(MATERIAL FOR THE TASK begins)

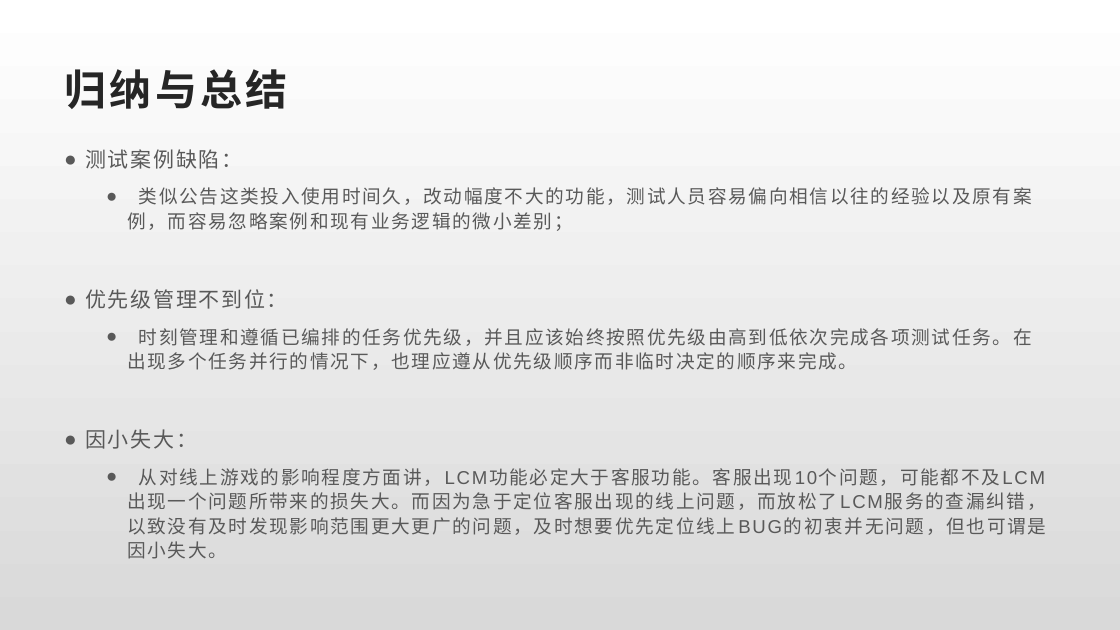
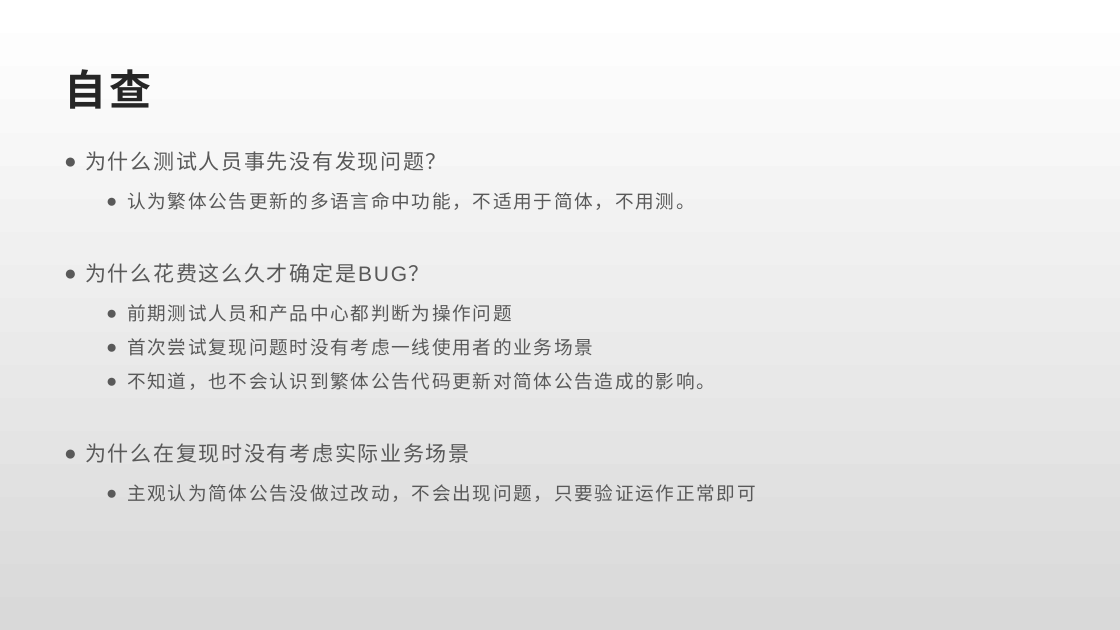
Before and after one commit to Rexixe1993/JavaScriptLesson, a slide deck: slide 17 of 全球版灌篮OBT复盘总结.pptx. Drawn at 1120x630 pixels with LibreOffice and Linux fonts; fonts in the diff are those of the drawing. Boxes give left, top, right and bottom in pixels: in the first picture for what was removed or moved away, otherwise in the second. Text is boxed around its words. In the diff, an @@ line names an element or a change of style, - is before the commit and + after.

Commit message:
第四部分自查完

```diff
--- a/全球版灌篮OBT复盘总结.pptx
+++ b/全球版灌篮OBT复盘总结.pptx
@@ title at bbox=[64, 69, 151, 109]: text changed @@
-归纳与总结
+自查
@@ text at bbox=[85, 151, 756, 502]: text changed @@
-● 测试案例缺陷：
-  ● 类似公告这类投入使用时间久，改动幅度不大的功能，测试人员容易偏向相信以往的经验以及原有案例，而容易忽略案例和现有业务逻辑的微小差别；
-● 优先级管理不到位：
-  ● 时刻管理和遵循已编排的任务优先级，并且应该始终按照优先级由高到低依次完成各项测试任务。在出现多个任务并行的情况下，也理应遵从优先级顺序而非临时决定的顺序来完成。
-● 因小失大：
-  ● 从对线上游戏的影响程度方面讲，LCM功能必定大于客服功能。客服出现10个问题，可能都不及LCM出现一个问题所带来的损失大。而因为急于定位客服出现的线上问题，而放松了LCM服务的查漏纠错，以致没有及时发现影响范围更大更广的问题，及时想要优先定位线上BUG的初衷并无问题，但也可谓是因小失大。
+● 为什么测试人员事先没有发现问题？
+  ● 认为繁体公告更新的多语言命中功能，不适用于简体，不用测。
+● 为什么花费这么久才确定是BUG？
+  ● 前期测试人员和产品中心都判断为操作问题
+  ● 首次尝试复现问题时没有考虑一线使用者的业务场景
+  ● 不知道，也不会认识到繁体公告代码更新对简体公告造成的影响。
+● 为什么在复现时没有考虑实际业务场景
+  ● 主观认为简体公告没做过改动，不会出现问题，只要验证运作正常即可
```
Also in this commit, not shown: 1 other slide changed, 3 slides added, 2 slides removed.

(MATERIAL FOR THE TASK ends)
(MATERIAL FOR THE TASK begins)

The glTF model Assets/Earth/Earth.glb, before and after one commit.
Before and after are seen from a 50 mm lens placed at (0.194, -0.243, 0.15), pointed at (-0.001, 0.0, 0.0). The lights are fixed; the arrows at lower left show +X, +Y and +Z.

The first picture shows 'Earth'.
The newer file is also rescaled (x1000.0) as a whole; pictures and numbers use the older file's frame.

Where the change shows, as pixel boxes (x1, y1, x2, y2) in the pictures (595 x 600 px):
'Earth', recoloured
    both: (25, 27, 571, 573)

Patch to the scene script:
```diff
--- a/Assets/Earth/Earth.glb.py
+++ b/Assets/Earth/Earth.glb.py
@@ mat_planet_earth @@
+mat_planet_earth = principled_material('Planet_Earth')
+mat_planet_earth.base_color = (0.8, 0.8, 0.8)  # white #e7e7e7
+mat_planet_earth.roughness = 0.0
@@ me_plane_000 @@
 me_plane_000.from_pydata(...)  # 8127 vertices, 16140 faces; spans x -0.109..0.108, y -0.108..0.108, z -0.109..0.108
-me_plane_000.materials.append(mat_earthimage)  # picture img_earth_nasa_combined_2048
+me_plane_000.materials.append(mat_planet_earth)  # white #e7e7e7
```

(MATERIAL FOR THE TASK ends)
(MATERIAL FOR THE TASK begins)

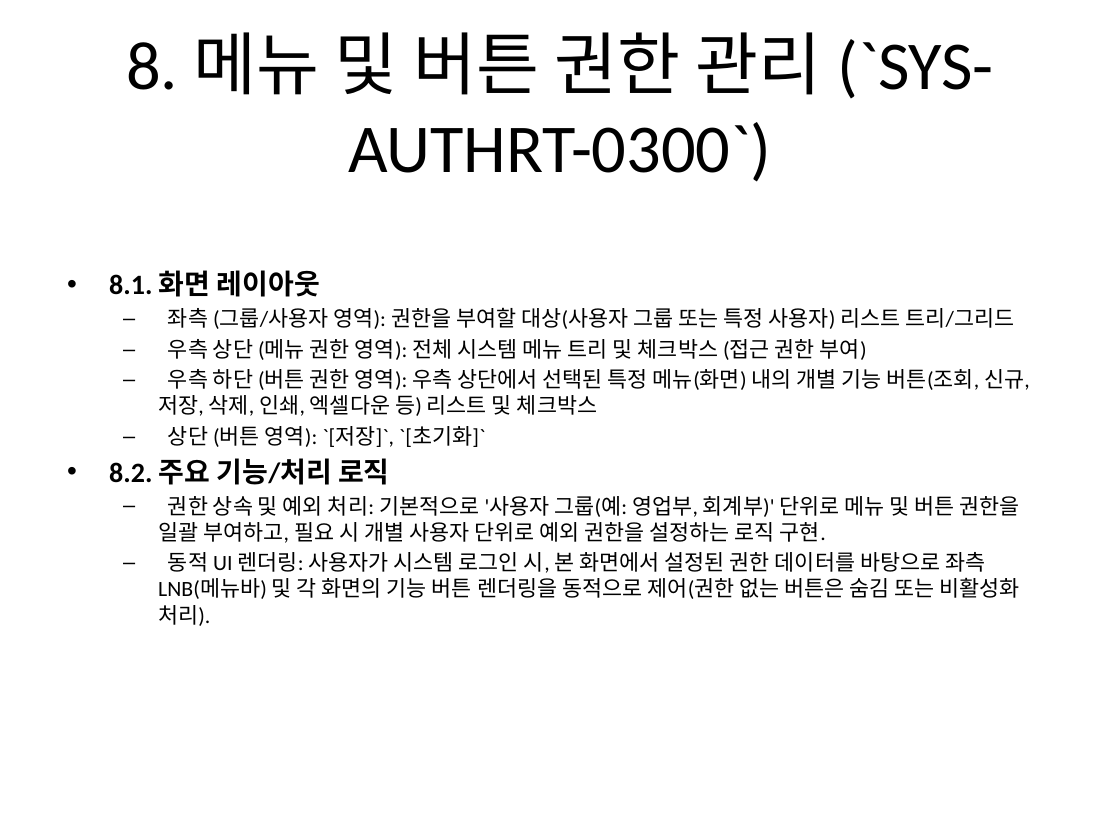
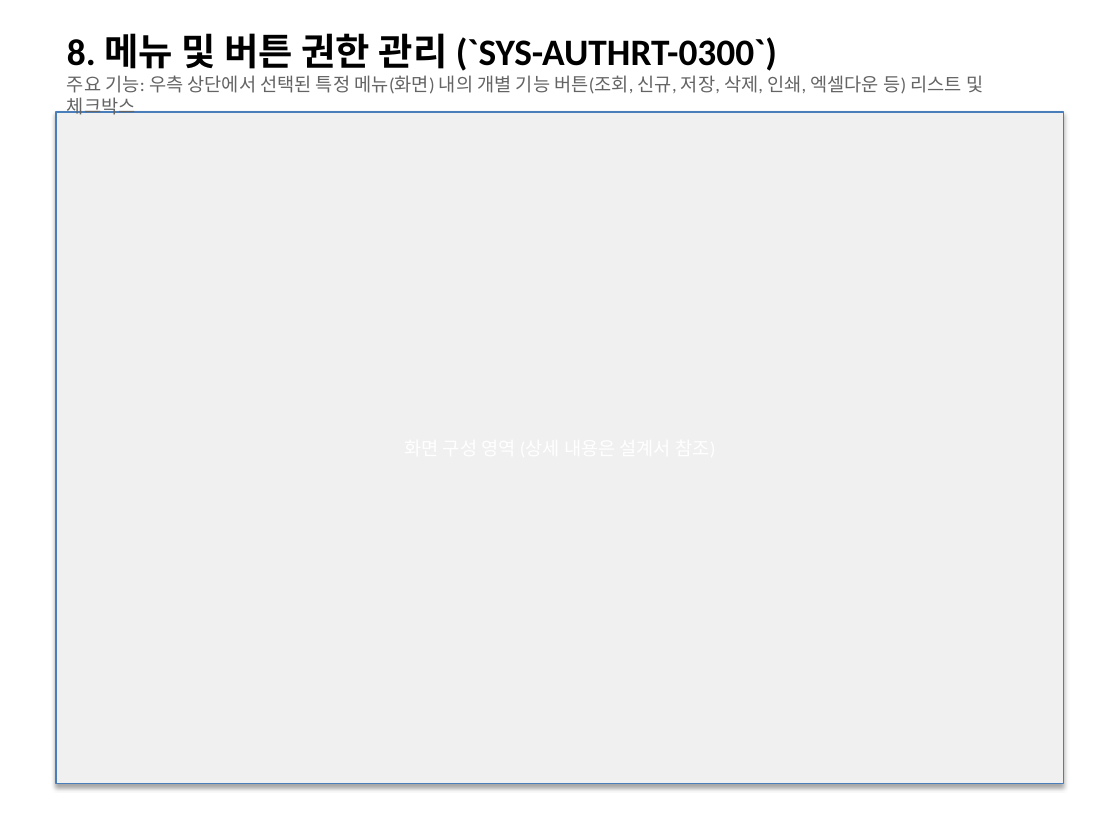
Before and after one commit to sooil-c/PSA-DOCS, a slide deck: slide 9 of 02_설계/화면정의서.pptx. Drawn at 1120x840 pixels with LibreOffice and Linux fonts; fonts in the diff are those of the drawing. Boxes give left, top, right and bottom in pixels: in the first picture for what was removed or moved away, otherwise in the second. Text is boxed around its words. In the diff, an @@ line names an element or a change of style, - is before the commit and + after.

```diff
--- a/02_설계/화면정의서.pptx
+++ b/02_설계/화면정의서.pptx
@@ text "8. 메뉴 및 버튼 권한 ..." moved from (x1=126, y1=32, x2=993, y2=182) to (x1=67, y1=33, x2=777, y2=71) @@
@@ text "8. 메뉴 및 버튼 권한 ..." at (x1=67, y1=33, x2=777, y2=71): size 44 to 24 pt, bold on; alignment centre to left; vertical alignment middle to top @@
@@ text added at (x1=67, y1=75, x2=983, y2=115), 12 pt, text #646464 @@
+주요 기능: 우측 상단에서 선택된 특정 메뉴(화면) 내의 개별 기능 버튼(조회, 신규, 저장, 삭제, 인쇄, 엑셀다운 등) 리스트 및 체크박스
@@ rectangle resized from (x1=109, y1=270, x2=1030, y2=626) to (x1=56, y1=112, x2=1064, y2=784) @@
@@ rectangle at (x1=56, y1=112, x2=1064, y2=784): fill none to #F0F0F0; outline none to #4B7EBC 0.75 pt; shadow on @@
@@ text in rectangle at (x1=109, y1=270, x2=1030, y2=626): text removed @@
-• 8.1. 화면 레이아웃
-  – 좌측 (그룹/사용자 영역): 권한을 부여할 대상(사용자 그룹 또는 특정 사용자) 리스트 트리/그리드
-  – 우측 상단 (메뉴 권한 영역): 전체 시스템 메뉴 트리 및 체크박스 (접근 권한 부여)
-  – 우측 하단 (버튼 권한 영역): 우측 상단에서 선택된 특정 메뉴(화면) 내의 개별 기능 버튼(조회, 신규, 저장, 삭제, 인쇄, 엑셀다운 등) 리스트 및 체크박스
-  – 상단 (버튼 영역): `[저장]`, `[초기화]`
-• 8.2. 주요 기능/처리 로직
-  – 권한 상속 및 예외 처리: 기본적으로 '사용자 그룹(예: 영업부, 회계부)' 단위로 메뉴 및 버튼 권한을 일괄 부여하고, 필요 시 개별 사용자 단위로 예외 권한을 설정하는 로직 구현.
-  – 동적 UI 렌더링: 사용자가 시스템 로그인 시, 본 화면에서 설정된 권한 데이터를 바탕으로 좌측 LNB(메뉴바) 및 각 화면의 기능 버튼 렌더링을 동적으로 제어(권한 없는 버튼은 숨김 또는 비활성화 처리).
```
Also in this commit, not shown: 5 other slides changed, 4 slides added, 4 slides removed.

(MATERIAL FOR THE TASK ends)

WHAT IS NEEDED:
How many lines in the entries above hold the string "bottom"? Answer with the number and nothing more.

FINAL ANSWER:
2